= Exercise instructions =
No pictures should appear. The lines from the beginning of the listing through the one holding "LEAF_HALF = 0.4" must be reproduced exactly, and nothing more.

= Exercise input =
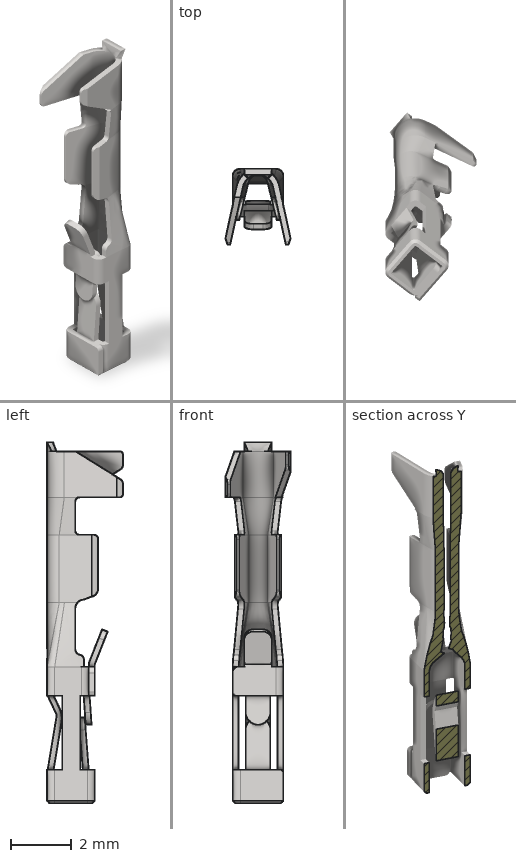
import cadquery as cq
import math


THICK = 0.2

LOWER_BOX_TOP = 1.11
UPPER_BOX_BOTTOM = 3.53
UPPER_BOX_TOP = 4.49
WIRE_BARREL_BOTTOM = 6.6
WIRE_BARREL_TOP = 8.82
WING_BOTTOM = 10.04
WING_TOP = 11.55
TOTAL_HEIGHT = 11.85
WING_MIDDLE = (WING_BOTTOM + WING_TOP) / 2

BOX_WIDTH = 1.67
BOX_DEPTH = 1.58
BOX_HALF = BOX_WIDTH / 2
BEND_RADIUS = 0.25
INNER_FLAP_DEPTH = BOX_DEPTH - THICK
INNER_FLAP_END = 0.52
TUCKED_ROUND = 0.18
FLAP_ROUND = 0.13
UPPER_FLAP_TOP_ROUND = 0.2
BOTTOM_CHAMFER = 0.1
RAIL_BACK = 0.5
RAIL_FRONT = 1.1

LEAF_HALF = 0.4
CONTACT_PEAK_DEPTH = 0.52
CONTACT_PEAK_HEIGHT = 2.9
CONTACT_END_INSET = 0.02
CONTACT_CREST_RADIUS = 0.77
LOCK_TIP_HEIGHT = 2.58
LOCK_TIP_DEPTH = 1.47
LOCK_ROOT_HEIGHT = 3.97
STOP_TIP_HEIGHT = 2.82
STOP_TIP_DEPTH = 1.25
LANCE_HALF = 0.45
LANCE_BEND_HEIGHT = 4.61
LANCE_LENGTH = 1.18
LANCE_TILT = 21.5
LANCE_ROUND = 0.3

WING_RADIUS = 0.71
WING_SPREAD = 12.3
WING_DEPTH = 2.5
WIRE_RADIUS = 0.52
WIRE_SPREAD = 13.8
WIRE_DEPTH = 1.68
WIRE_CREASE_DEPTH = 0.57
BEVEL_LENGTH = 0.21
BEVEL_SIZE = 0.12

NECK_DEPTH = 0.94
NECK_ROUND = 0.13
SHOULDER_DEPTH = 1.22
SHOULDER_BOTTOM = 4.7
SHOULDER_TOP = 5.06
WIRE_TOP_ROUND = 0.14
WIRE_TAPER_DEPTH = 1.21
WIRE_TAPER_HEIGHT = 6.68
WIRE_FLARE_START = 6.39
WIRE_TIP_BOTTOM = 6.78
WIRE_BOTTOM_ROUND = 0.28
WIRE_BOTTOM_RISE = 0.32
WIRE_BOTTOM_RUN = 0.23
WING_TIP_HEIGHT = 0.55
WING_ROUND = 0.12
WING_SLANT_ROUND = 0.2

LIP_HALF = 0.45


def side_plate(points, x_start, x_end):
    """Flat outline of (depth, height) points, extruded along X."""
    outline = [(-depth, height) for depth, height in points]
    sketch = cq.Workplane("YZ", origin=(x_start, 0, 0)).polyline(outline).close()
    return sketch.extrude(x_end - x_start)


def block(x_range, depth_range, height_range):
    """Rectangular block given by its limits in X, depth and height."""
    size = [abs(limits[1] - limits[0]) for limits in (x_range, depth_range, height_range)]
    corner = (min(x_range), -max(depth_range), min(height_range))
    return cq.Workplane("XY").box(*size, centered=False).translate(corner)



def channel(sheet, radius, spread, tip_depth, flat=0.0, crease=None, bevel=False):
    """Closed U section: back on Y = 0, bends of the outer radius and two straight arms.

    flat is half the width of a flat back; crease is a depth where each arm is split in two.
    """
    lean = math.radians(spread)
    bend_end = math.pi / 2 - lean

    def on_bend(side, bend_radius, angle):
        x = flat + bend_radius * math.sin(angle)
        return side * x, bend_radius * math.cos(angle) - radius

    def on_arm(side, bend_radius, depth):
        x, y = on_bend(1, bend_radius, bend_end)
        return side * (x + (depth + y) * math.tan(lean)), -depth

    def fold(sketch, bend_radius, first):
        """Run from the arm on the first side round the back to the crease of the other arm."""
        start = on_bend(first, bend_radius, bend_end)
        end = on_bend(-first, bend_radius, bend_end)
        if crease:
            sketch = sketch.lineTo(*on_arm(first, bend_radius, crease))
        sketch = sketch.lineTo(*start)
        if flat:
            flat_start = on_bend(first, bend_radius, 0)
            flat_end = on_bend(-first, bend_radius, 0)
            sketch = sketch.threePointArc(on_bend(first, bend_radius, bend_end / 2), flat_start)
            sketch = sketch.lineTo(*flat_end)
            sketch = sketch.threePointArc(on_bend(-first, bend_radius, bend_end / 2), end)
        else:
            sketch = sketch.threePointArc(on_bend(first, bend_radius, 0), end)
        if crease:
            sketch = sketch.lineTo(*on_arm(-first, bend_radius, crease))
        return sketch

    inner = radius - THICK
    outer_depth = tip_depth - BEVEL_LENGTH if bevel else tip_depth
    sketch = sheet.moveTo(*on_arm(-1, radius, outer_depth))
    sketch = fold(sketch, radius, -1).lineTo(*on_arm(1, radius, outer_depth))
    if bevel:
        sketch = sketch.lineTo(*on_arm(1, radius - BEVEL_SIZE, tip_depth))
    sketch = sketch.lineTo(*on_arm(1, inner, tip_depth))
    sketch = fold(sketch, inner, 1).lineTo(*on_arm(-1, inner, tip_depth))
    if bevel:
        sketch = sketch.lineTo(*on_arm(-1, radius - BEVEL_SIZE, tip_depth))
    return sketch.close()


def channel_at(height, *shape, **options):
    return channel(cq.Workplane("XY", origin=(0, 0, height)), *shape, **options)


def neck(bottom, top):
    """Ruled transition between two channel sections."""
    wires = [bottom.wires().val(), top.wires().val()]
    return cq.Workplane("XY").add(cq.Solid.makeLoft(wires, True))


def wing_outline(side):
    """Slanted wing; the right one is the left one turned upside down."""
    points = [
        (0, WING_TOP),
        (NECK_DEPTH, WING_TOP),
        (WING_DEPTH, WING_BOTTOM + WING_TIP_HEIGHT),
        (WING_DEPTH, WING_BOTTOM),
        (0, WING_BOTTOM),
    ]
    plate = side_plate(points, -WING_DEPTH, 0)
    plate = plate.edges("|X").edges("<Y").edges("<Z").fillet(WING_ROUND)
    slant_corner = (0, -WING_DEPTH, WING_BOTTOM + WING_TIP_HEIGHT)
    plate = plate.edges("|X").edges(cq.NearestToPointSelector(slant_corner)).fillet(WING_SLANT_ROUND)
    if side > 0:
        plate = plate.rotate((0, 0, WING_MIDDLE), (0, 1, WING_MIDDLE), 180)
    return plate


def wings():
    section = channel_at(WING_BOTTOM, WING_RADIUS, WING_SPREAD, WING_DEPTH, bevel=True)
    outline = wing_outline(-1).union(wing_outline(1))
    return section.extrude(WING_TOP - WING_BOTTOM).intersect(outline)


def wire_outline():
    """Side outline of the wire barrel with the necks above and below it."""
    taper_end = WIRE_DEPTH - WIRE_BOTTOM_RUN
    curve_middle = (SHOULDER_DEPTH + NECK_DEPTH) / 2, (SHOULDER_BOTTOM + SHOULDER_TOP) / 2
    diagonal = math.sqrt(0.5)
    sketch = (
        cq.Workplane("YZ", origin=(-BOX_WIDTH, 0, 0))
        .moveTo(0, UPPER_BOX_TOP)
        .lineTo(-SHOULDER_DEPTH, UPPER_BOX_TOP)
        .lineTo(-SHOULDER_DEPTH, SHOULDER_BOTTOM)
        .tangentArcPoint((-curve_middle[0], curve_middle[1]), relative=False)
        .tangentArcPoint((-NECK_DEPTH, SHOULDER_TOP), relative=False)
        .lineTo(-NECK_DEPTH, WIRE_FLARE_START)
        .threePointArc(
            (
                -WIRE_TAPER_DEPTH + (WIRE_TAPER_DEPTH - NECK_DEPTH) * diagonal,
                WIRE_FLARE_START + (WIRE_TAPER_HEIGHT - WIRE_FLARE_START) * diagonal,
            ),
            (-WIRE_TAPER_DEPTH, WIRE_TAPER_HEIGHT),
        )
        .lineTo(-taper_end, WIRE_TIP_BOTTOM)
        .radiusArc((-WIRE_DEPTH, WIRE_TIP_BOTTOM + WIRE_BOTTOM_RISE), WIRE_BOTTOM_ROUND)
        .lineTo(-WIRE_DEPTH, WIRE_BARREL_TOP - WIRE_TOP_ROUND)
        .radiusArc((WIRE_TOP_ROUND - WIRE_DEPTH, WIRE_BARREL_TOP), WIRE_TOP_ROUND)
        .lineTo(-NECK_DEPTH - NECK_ROUND, WIRE_BARREL_TOP)
        .radiusArc((-NECK_DEPTH, WIRE_BARREL_TOP + NECK_ROUND), -NECK_ROUND)
        .lineTo(-NECK_DEPTH, WING_BOTTOM - NECK_ROUND)
        .radiusArc((-NECK_DEPTH - NECK_ROUND, WING_BOTTOM), -NECK_ROUND)
        .lineTo(0, WING_BOTTOM)
        .close()
    )
    return sketch.extrude(2 * BOX_WIDTH)


def wire_barrel_and_necks():
    wire = (WIRE_RADIUS, WIRE_SPREAD)
    barrel = channel_at(WIRE_BARREL_BOTTOM, *wire, WIRE_DEPTH, bevel=True)
    barrel = barrel.extrude(WIRE_BARREL_TOP - WIRE_BARREL_BOTTOM)
    upper_neck = neck(
        channel_at(WIRE_BARREL_TOP, *wire, SHOULDER_DEPTH),
        channel_at(WING_BOTTOM, WING_RADIUS, WING_SPREAD, SHOULDER_DEPTH),
    )
    box_flat = BOX_HALF - BEND_RADIUS
    lower_neck = neck(
        channel_at(UPPER_BOX_TOP, BEND_RADIUS, 0, SHOULDER_DEPTH, flat=box_flat),
        channel_at(WIRE_BARREL_BOTTOM, *wire, SHOULDER_DEPTH, crease=WIRE_CREASE_DEPTH),
    )
    return barrel.union(upper_neck).union(lower_neck).intersect(wire_outline())


def lip():
    """Back edge of the wings flared from the round channel to a flat top edge."""
    inner = WING_RADIUS - THICK
    ratio = inner / WING_RADIUS
    end_y = math.sqrt(WING_RADIUS**2 - LIP_HALF**2)
    round_edge = (
        cq.Workplane("XY", origin=(0, 0, WING_TOP))
        .moveTo(-LIP_HALF, end_y - WING_RADIUS)
        .threePointArc((0, 0), (LIP_HALF, end_y - WING_RADIUS))
        .lineTo(LIP_HALF * ratio, end_y * ratio - WING_RADIUS)
        .threePointArc((0, -THICK), (-LIP_HALF * ratio, end_y * ratio - WING_RADIUS))
        .close()
    )
    flat_edge = (
        cq.Workplane("XY", origin=(0, 0, TOTAL_HEIGHT))
        .moveTo(-LIP_HALF, 0)
        .lineTo(LIP_HALF, 0)
        .lineTo(LIP_HALF, -THICK)
        .lineTo(-LIP_HALF, -THICK)
        .close()
    )
    return neck(round_edge, flat_edge)



def ring(depth, bottom, top):
    """Closed rectangular tube with bent corners."""
    tube = block((-BOX_HALF, BOX_HALF), (0, depth), (bottom, top)).edges("|Z").fillet(BEND_RADIUS)
    hollow = block((THICK - BOX_HALF, BOX_HALF - THICK), (THICK, depth - THICK), (bottom, top))
    return tube.cut(hollow.edges("|Z").fillet(BEND_RADIUS - THICK))


def folded_box(side, bottom, top, top_round):
    """Box whose outer flap comes from the wall on the given side and laps over the inner flap."""
    heights = (bottom, top)
    flap_half = block((0, side * BOX_HALF), (0, BOX_DEPTH), heights)
    tucked_half = block((0, -side * BOX_HALF), (0, BOX_DEPTH), heights)
    free_end = "<X" if side > 0 else ">X"
    free_end_top = cq.NearestToPointSelector((-side * BOX_HALF, -BOX_DEPTH, top))
    inner_end = ">X" if side > 0 else "<X"
    outer_flap = block((0, -side * BOX_HALF), (INNER_FLAP_DEPTH, BOX_DEPTH), heights)
    outer_flap = outer_flap.edges("|Y").edges(free_end).edges("<Z").fillet(FLAP_ROUND)
    outer_flap = outer_flap.edges("|Y").edges(free_end_top).fillet(top_round)
    inner_flap = block((0, side * INNER_FLAP_END), (INNER_FLAP_DEPTH - THICK, INNER_FLAP_DEPTH), heights)
    inner_flap = inner_flap.faces(inner_end).edges("|Y").fillet(TUCKED_ROUND)
    walls = ring(BOX_DEPTH, bottom, top).intersect(flap_half)
    walls = walls.union(ring(INNER_FLAP_DEPTH, bottom, top).intersect(tucked_half))
    return walls.union(outer_flap).union(inner_flap)


def lower_box():
    envelope = block((-BOX_HALF, BOX_HALF), (0, BOX_DEPTH), (0, LOWER_BOX_TOP))
    envelope = envelope.edges("|Z and (<X or >Y)").fillet(BEND_RADIUS)
    envelope = envelope.faces("<Z").chamfer(BOTTOM_CHAMFER)
    return folded_box(-1, 0, LOWER_BOX_TOP, FLAP_ROUND).intersect(envelope)


def rails():
    heights = (LOWER_BOX_TOP, UPPER_BOX_BOTTOM)
    depths = (RAIL_BACK, RAIL_FRONT)
    left = block((-BOX_HALF, THICK - BOX_HALF), depths, heights)
    return left.union(left.mirror("YZ"))



def contact_spring():
    """Bent strip in the back window, bowed inwards."""
    back_face = [
        (CONTACT_END_INSET, LOWER_BOX_TOP),
        (CONTACT_PEAK_DEPTH - THICK, CONTACT_PEAK_HEIGHT),
        (CONTACT_END_INSET, UPPER_BOX_BOTTOM),
    ]
    front_face = [(depth + THICK, height) for depth, height in reversed(back_face)]
    spring = side_plate(back_face + front_face, -LEAF_HALF, LEAF_HALF)
    crest = (0, -CONTACT_PEAK_DEPTH, CONTACT_PEAK_HEIGHT)
    return spring.edges("|X").edges(cq.NearestToPointSelector(crest)).fillet(CONTACT_CREST_RADIUS)


def tongue(root_height, tip_height, tip_depth):
    """Leaning leaf from an inner flap to a fully rounded tip, above or below its root."""
    points = [
        (INNER_FLAP_DEPTH, root_height),
        (tip_depth, tip_height),
        (tip_depth - THICK, tip_height),
        (INNER_FLAP_DEPTH - THICK, root_height),
    ]
    round_start = tip_height - math.copysign(LEAF_HALF, tip_height - root_height)
    shape = (
        cq.Workplane("XZ")
        .moveTo(-LEAF_HALF, root_height)
        .lineTo(-LEAF_HALF, round_start)
        .threePointArc((0, tip_height), (LEAF_HALF, round_start))
        .lineTo(LEAF_HALF, root_height)
        .close()
        .extrude(BOX_DEPTH)
    )
    return side_plate(points, -LEAF_HALF, LEAF_HALF).intersect(shape)


def lance():
    """Plate rising from the outer flap of the upper box, tilted outwards."""
    width = (-LANCE_HALF, LANCE_HALF)
    depths = (INNER_FLAP_DEPTH, BOX_DEPTH)
    root = block(width, depths, (UPPER_BOX_TOP, LANCE_BEND_HEIGHT))
    plate = block(width, depths, (LANCE_BEND_HEIGHT, LANCE_BEND_HEIGHT + LANCE_LENGTH))
    plate = plate.faces(">Z").edges("|Y").fillet(LANCE_ROUND)
    pivot = cq.Vector(0, -INNER_FLAP_DEPTH, LANCE_BEND_HEIGHT)
    return root.union(plate.rotate(pivot, pivot + cq.Vector(0.12, 0, 0), LANCE_TILT))


parts = [
    lower_box(),
    rails(),
    folded_box(1, UPPER_BOX_BOTTOM, UPPER_BOX_TOP, UPPER_FLAP_TOP_ROUND),
    contact_spring(),
    tongue(LOCK_ROOT_HEIGHT, LOCK_TIP_HEIGHT, LOCK_TIP_DEPTH),
    tongue(LOWER_BOX_TOP, STOP_TIP_HEIGHT, STOP_TIP_DEPTH),
    lance(),
    wire_barrel_and_necks(),
    wings(),
    lip(),
]
body = parts[0]
for part in parts[1:]:
    body = body.union(part)
result = body
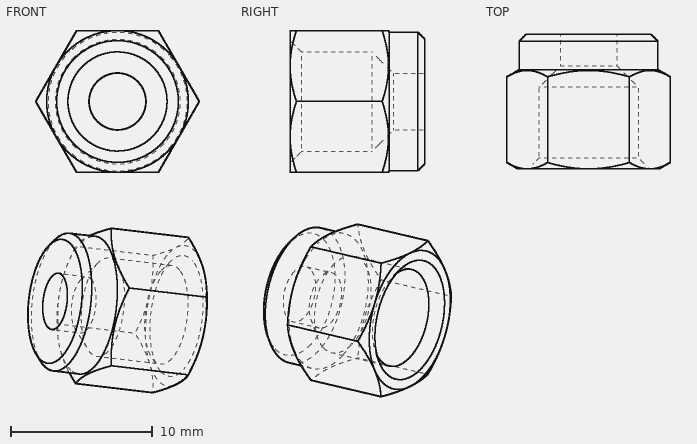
import cadquery as cq
import math

corner_diameter = 11.55
flat_width = corner_diameter * math.cos(math.radians(30))
hex_length = 7.0
total_length = 9.5

collar_radius = 4.9
collar_chamfer = 0.5

trim_slope = math.tan(math.radians(30))
corner_radius = corner_diameter / 2
front_trim_radius = flat_width / 2
rear_trim_radius = collar_radius
front_trim = (corner_radius - front_trim_radius) * trim_slope
rear_trim = (corner_radius - rear_trim_radius) * trim_slope

mouth_radius = 4.3
bore_radius = 3.5
hole_radius = 2.0
mouth_depth = mouth_radius - bore_radius
seat_start = 5.78
seat_half_angle = 45.0
seat_end = seat_start + (bore_radius - hole_radius) / math.tan(math.radians(seat_half_angle))


def revolve_about_y(profile):
    """Turn a closed (radius, y) outline around the Y axis."""
    return cq.Workplane("XY").polyline(profile).close().revolve(360, (0, 0, 0), (0, 1, 0))


def make_hexagon():
    prism = cq.Workplane("XZ").polygon(6, corner_diameter).extrude(-hex_length)
    trim_envelope = revolve_about_y([
        (0, 0),
        (front_trim_radius, 0),
        (corner_radius, front_trim),
        (corner_radius, hex_length - rear_trim),
        (rear_trim_radius, hex_length),
        (0, hex_length),
    ])
    return prism.intersect(trim_envelope)


def make_collar():
    collar = cq.Workplane("XZ").circle(collar_radius).extrude(-total_length)
    return collar.faces(">Y").chamfer(collar_chamfer)


def make_bore():
    return revolve_about_y([
        (0, 0),
        (mouth_radius, 0),
        (bore_radius, mouth_depth),
        (bore_radius, seat_start),
        (hole_radius, seat_end),
        (hole_radius, total_length),
        (0, total_length),
    ])


result = make_hexagon().union(make_collar()).cut(make_bore())
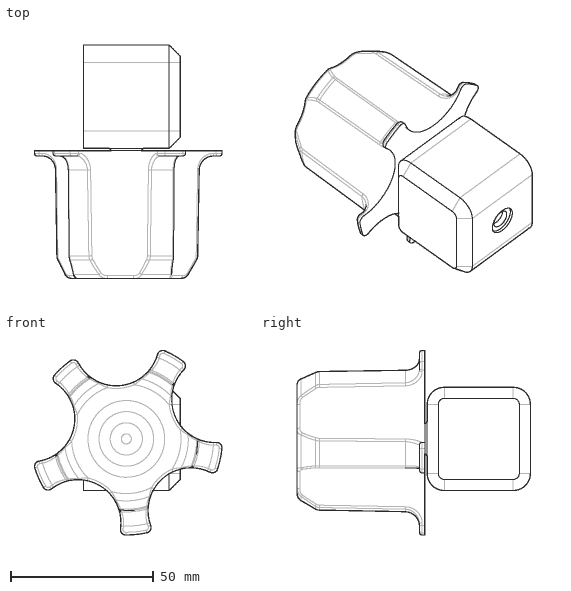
import cadquery as cq
import math


KNOB_LENGTH = 45.05
LOBE_COUNT = 5
FIRST_LOBE_ANGLE = -12.0
FLANGE_RADIUS = 33.9
FLANGE_THICKNESS = 2.0
FLANGE_BLEND_RADIUS = 5.0
GRIP_BACK_RADIUS = 25.8
NOSE_LENGTH = 7.2
NOSE_BACK_RADIUS = 25.15
NOSE_ANGLE = 30.0
NOSE_BLEND_RADIUS = 3.0
SCALLOP_RADIUS = 15.05
WAIST_RADIUS = 18.9
TIP_CORNER_RADIUS = 2.0
EDGE_RADIUS = 1.0

RECESS_MOUTH_RADIUS = 10.1
RECESS_FLOOR_RADIUS = 5.2
RECESS_DEPTH = 33.7
RECESS_BLEND_RADIUS = 3.95

HOUSING_SIDE = 36.4
HOUSING_WALL = 3.05
HOUSING_CORNER_RADIUS = 6.1
HOUSING_TUBE_LENGTH = 30.2
HOUSING_CAP_LENGTH = 3.95
BOLT_HOLE_RADIUS = 3.2
SPOTFACE_RADIUS = 5.0
SPOTFACE_DEPTH = 1.0
BOSS_BASE_RADIUS = 6.0
BOSS_TIP_RADIUS = 5.3
BOSS_HEIGHT = 0.7

EXTRA = 0.8
SELECT_MARGIN = 0.1


def ring_edges(radius, y):
    """Selector for the circular edges about the Y axis at height y, no larger than radius."""
    reach = radius + SELECT_MARGIN
    return cq.selectors.BoxSelector(
        (-reach, y - SELECT_MARGIN, -reach),
        (reach, y + SELECT_MARGIN, reach),
        boundingbox=True,
    )


def knob_blank():
    """Revolved outer form: flange, tapered grip and sloping nose."""
    nose_y = NOSE_LENGTH - KNOB_LENGTH
    face_radius = NOSE_BACK_RADIUS - NOSE_LENGTH * math.tan(math.radians(NOSE_ANGLE))
    profile = (
        cq.Workplane("XY")
        .polyline([
            (0, 0),
            (FLANGE_RADIUS, 0),
            (FLANGE_RADIUS, -FLANGE_THICKNESS),
            (GRIP_BACK_RADIUS, -FLANGE_THICKNESS),
            (NOSE_BACK_RADIUS, nose_y),
            (face_radius, -KNOB_LENGTH),
            (0, -KNOB_LENGTH),
        ])
        .close()
    )
    blank = profile.revolve(360, (0, 0, 0), (0, 1, 0))
    blank = blank.edges(ring_edges(GRIP_BACK_RADIUS, -FLANGE_THICKNESS)).fillet(FLANGE_BLEND_RADIUS)
    blank = blank.edges(ring_edges(NOSE_BACK_RADIUS, nose_y)).fillet(NOSE_BLEND_RADIUS)
    return blank.edges(ring_edges(face_radius, -KNOB_LENGTH)).fillet(NOSE_BLEND_RADIUS)


def cut_scallops(knob):
    """Cut the round valleys that leave the lobes standing."""
    pitch = 360 / LOBE_COUNT
    scallop = (
        cq.Workplane("XZ", origin=(0, EXTRA, 0))
        .center(WAIST_RADIUS + SCALLOP_RADIUS, 0)
        .circle(SCALLOP_RADIUS)
        .extrude(KNOB_LENGTH + 2 * EXTRA)
    )
    for index in range(LOBE_COUNT):
        angle = FIRST_LOBE_ANGLE + (index + 0.5) * pitch
        knob = knob.cut(scallop.rotate((0, 0, 0), (0, 1, 0), -angle))
    return knob


def round_lobes(knob):
    """Round the corners of the flange tips, then the whole edge chain in front of the back plane."""
    flange_zone = cq.selectors.BoxSelector(
        (-FLANGE_RADIUS, -FLANGE_THICKNESS, -FLANGE_RADIUS),
        (FLANGE_RADIUS, 0, FLANGE_RADIUS),
    )
    knob = knob.edges("|Y").edges(flange_zone).fillet(TIP_CORNER_RADIUS)
    chain_start = knob.faces("<Y").edges().vals()[0]
    return knob.newObject([chain_start]).fillet(EDGE_RADIUS)


def cut_recess(knob):
    """Tapered blind recess with a rounded lip and a dished floor."""
    front_y = -KNOB_LENGTH
    cutter = (
        cq.Workplane("XZ", origin=(0, front_y, 0))
        .circle(RECESS_MOUTH_RADIUS)
        .workplane(offset=-RECESS_DEPTH)
        .circle(RECESS_FLOOR_RADIUS)
        .loft(combine=True)
        .faces(">Y").edges().fillet(RECESS_BLEND_RADIUS)
    )
    lip_edge = ring_edges(RECESS_MOUTH_RADIUS, front_y)
    return knob.cut(cutter).edges(lip_edge).fillet(RECESS_BLEND_RADIUS)


def make_knob():
    """Lobed knob with a flange at its back and a recess in its front."""
    return cut_recess(round_lobes(cut_scallops(knob_blank())))


def make_housing():
    """Square tube, open at -X and closed by a chamfered cap at +X, with a boss towards the knob."""
    centre_y = BOSS_HEIGHT + HOUSING_SIDE / 2
    open_end_x = -HOUSING_TUBE_LENGTH / 2
    inner_side = HOUSING_SIDE - 2 * HOUSING_WALL
    tube_plane = cq.Workplane("YZ", origin=(open_end_x, centre_y, 0))
    housing = (
        tube_plane.rect(HOUSING_SIDE, HOUSING_SIDE)
        .extrude(HOUSING_TUBE_LENGTH + HOUSING_CAP_LENGTH)
        .edges("|X").fillet(HOUSING_CORNER_RADIUS)
        .faces(">X").edges().chamfer(HOUSING_CAP_LENGTH)
    )
    cavity = (
        tube_plane.rect(inner_side, inner_side)
        .extrude(HOUSING_TUBE_LENGTH)
        .edges("|X").fillet(HOUSING_CORNER_RADIUS - HOUSING_WALL)
    )
    bolt_hole = (
        cq.Workplane("XZ", origin=(0, centre_y, 0))
        .circle(BOLT_HOLE_RADIUS)
        .extrude(-HOUSING_SIDE)
    )
    spotface = (
        cq.Workplane("XZ", origin=(0, BOSS_HEIGHT + HOUSING_SIDE, 0))
        .circle(SPOTFACE_RADIUS)
        .extrude(SPOTFACE_DEPTH)
    )
    boss = (
        cq.Workplane("XZ")
        .circle(BOSS_TIP_RADIUS)
        .workplane(offset=-BOSS_HEIGHT)
        .circle(BOSS_BASE_RADIUS)
        .loft(combine=True)
    )
    return housing.cut(cavity).cut(bolt_hole).cut(spotface).union(boss)


knob = make_knob()
housing = make_housing()
result = cq.Compound.makeCompound([knob.solids().val(), housing.solids().val()])

= Expected output =
import cadquery as cq
import math


THICK = 0.2

LOWER_BOX_TOP = 1.11
UPPER_BOX_BOTTOM = 3.53
UPPER_BOX_TOP = 4.49
WIRE_BARREL_BOTTOM = 6.6
WIRE_BARREL_TOP = 8.82
WING_BOTTOM = 10.04
WING_TOP = 11.55
TOTAL_HEIGHT = 11.85
WING_MIDDLE = (WING_BOTTOM + WING_TOP) / 2

BOX_WIDTH = 1.67
BOX_DEPTH = 1.58
BOX_HALF = BOX_WIDTH / 2
BEND_RADIUS = 0.25
INNER_FLAP_DEPTH = BOX_DEPTH - THICK
INNER_FLAP_END = 0.52
TUCKED_ROUND = 0.18
FLAP_ROUND = 0.13
UPPER_FLAP_TOP_ROUND = 0.2
BOTTOM_CHAMFER = 0.1
RAIL_BACK = 0.5
RAIL_FRONT = 1.1

LEAF_HALF = 0.4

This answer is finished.